Nella loro evoluzione, le culture delle
società umane hanno cercato di stabilire relazioni con le potenze della natura,
cercando di capirne il senso e le dinamiche per influire su di esse e
migliorare la condizione umana. Nel progresso storico ciò ha portato allo
sviluppo di un pensiero collettivo scientifico, ma inizialmente e per un tempo
lunghissimo questo sforzo fu
essenzialmente religioso. Esso infatti non procedeva per gradi e osservazioni,
ma cercava di intuire e di arrivare direttamente al fondamento di tutto.
L'esperienza collettiva nelle società umane e la constatazione di quanto in
esse fosse dipendente dalla natura ed espressione di essa portò a pensare le
relazioni tra le potenze della natura al modo di quelle familiari e tribali umane.
Nel procedere storico si ebbe dunque l'umanizzazione delle potenze naturali. Il
rito religioso divenne al procedura per entrare in relazione con esse. Nacquero
così dei e religioni e il personale specializzato nelle relazioni con gli dei,
il ceto sacerdotale. Si costruirono cosmogonie, ideologie su come la natura
intorno si era prodotta, e teologie, ideologie specializzate relative alla
potenze della natura deificate e alle strategie umane per relazionarsi con
esse. Le teologie attribuirono alle potenze della natura sentimenti umani e
questo aiutò a sopportarle, ma in fondo non aiutò a capirne le reali dinamiche.
Quello che si giunse a comprendere era che anche gli dei soggiacevano alla
medesima sorte degli umani, allo stesso destino, allo stesso fato, vale a dire
che potenze della natura ed esseri umani dovevano piegarsi alle stesse
inesorabili e crudeli leggi.
In questo panorama l'antico giudaismo risalta
particolarmente: esso costituì una notevole evoluzione delle religioni più
antiche. Questo processo, di cui possiamo dare un'idea dicendo che si passò dal
politeismo al monoteismo, è testimoniato negli scritti biblici. Si sviluppò una
teologia che cercò di andare oltre la deificazione delle potenze della natura,
le quali si erano viste soggiacere a una potenza a loro superiore.
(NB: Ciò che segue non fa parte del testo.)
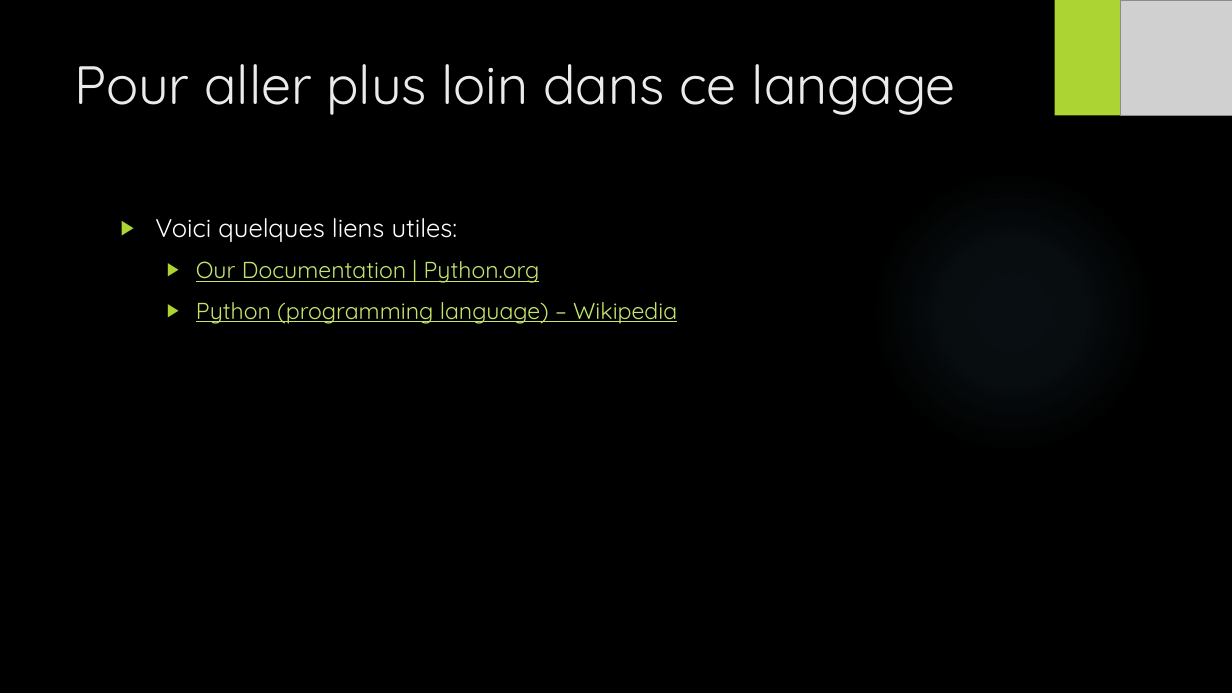
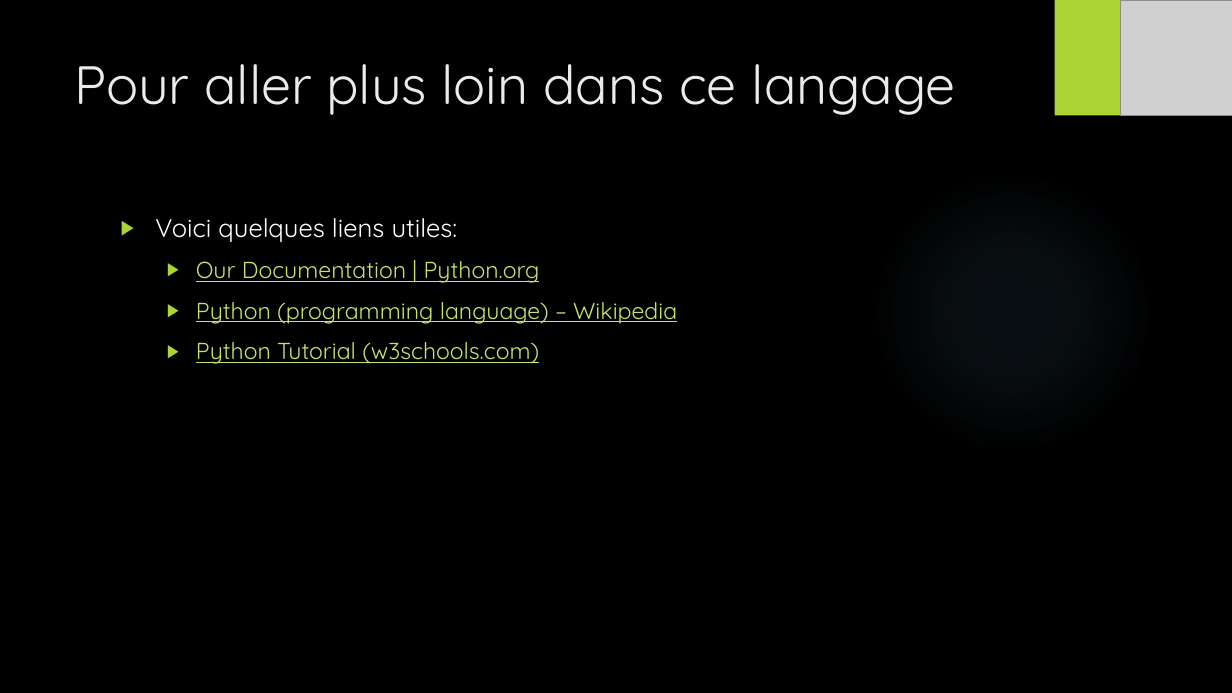
Before and after one commit to At0micTurtle/App_Bourse, a slide deck: slide 14 of Présentation Python.pptx (slide 16 before the commit). Drawn at 1232x693 pixels with LibreOffice and Linux fonts; fonts in the diff are those of the drawing; grey boxes stand for pictures; background and template pictures are left out. Boxes give left, top, right and bottom in pixels: in the first picture for what was removed or moved away, otherwise in the second. Text is boxed around its words. In the diff, an @@ line names an element or a change of style, - is before the commit and + after.

```diff
--- a/Présentation Python.pptx
+++ b/Présentation Python.pptx
@@ text at (196, 342, 539, 364): paragraph added @@
+  ▶ Python Tutorial (w3schools.com)
```
Also in this commit, not shown: 2 other slides changed, 3 slides added, 5 slides removed.

Essa prese
le mosse in un contesto sociale di carattere tribale in cui ogni popolo aveva
un suo proprio dio protettore, in un certo senso molto meno evoluto
culturalmente di quello dell'antico universo greco-romano, che era caratterizzato
dall'assimilazione dell'idea che l'umanità fosse composta da diversi popoli che
dovevano coesistere in una società, facendo coesistere anche i rispettivi loro
dei, così come coesistevano gli dei della natura. Fu nel contesto dell'antico
giudaismo che si concepì il dio del popolo come un dio-amante e che quindi si
passò dagli dei della natura al Dio degli esseri umani. Gli eventi avversi
della natura e della storia umana vennero concepiti come una punizione per
l'infedeltà degli esseri umani, per il loro adulterio, per la loro
prostituzione. Come poté una concezione del divino così legata ad un
determinato popolo storico, etnico, essere presa a fondamento della
straordinaria espansione universale della nostra confessione religiosa, che
dall'antico giudaismo scaturì e che di esso acquisì le scritture sacre e alcune
delle principali teologie su di esse
costruite? Ciò fu possibile sviluppando l'elevatissimo senso della giustizia
dell'antico giudaismo e l'idea religiosa di una divinità animata da sentimenti
amorevoli verso gli esseri umani. L'etica dell'antico giudaismo fu il tesoro
prezioso che il piccolo e marginale popolo degli Israeliti fece a tutti i
popoli della Terra, cambiandone profondamente la storia. Essa fu veicolata fino agli estremi confini del globo
dalla nostra confessione religiosa. Quell'etica si basa sull'idea di giustizia
misericordiosa. Essa cerca di affrancare gli esseri umani dalle crudeli
dinamiche della natura. Li spinge ad agire diversamente dalle belve. Supera
l'idea che gli dei della natura vadano placati autoinfliggendosi sofferenze e
supplizi, profondamente radicata nelle religioni politeistiche e sviluppata
nelle varie teologie e liturgie sacrificali. Nella nostra confessione
condividiamo con il giudaismo delle origini, e con l'attuale ebraismo, l'idea
che questa straordinaria evoluzione non sia stata determinata solo da una nuova
spiritualità ideata da esseri umani ma da una Voce venuta effettivamente dall'Altissimo, alla quale gli esseri
umani hanno risposto.
La nostra fede è stata l'ideologia che ha
consentito di portare la teologia della giustizia divina misericordiosa molto
oltre i confini dell'antico giudaismo. Il distacco da quest'ultimo è stato
altamente drammatico, essenzialmente per complicazioni teologiche, e solo nel
secolo scorso, dopo quasi duemila anni!, si
è giunti a una pacificazione teologica, che non significa assimilazione,
ma accettazione della possibilità di pacifica coesistenza nella diversità.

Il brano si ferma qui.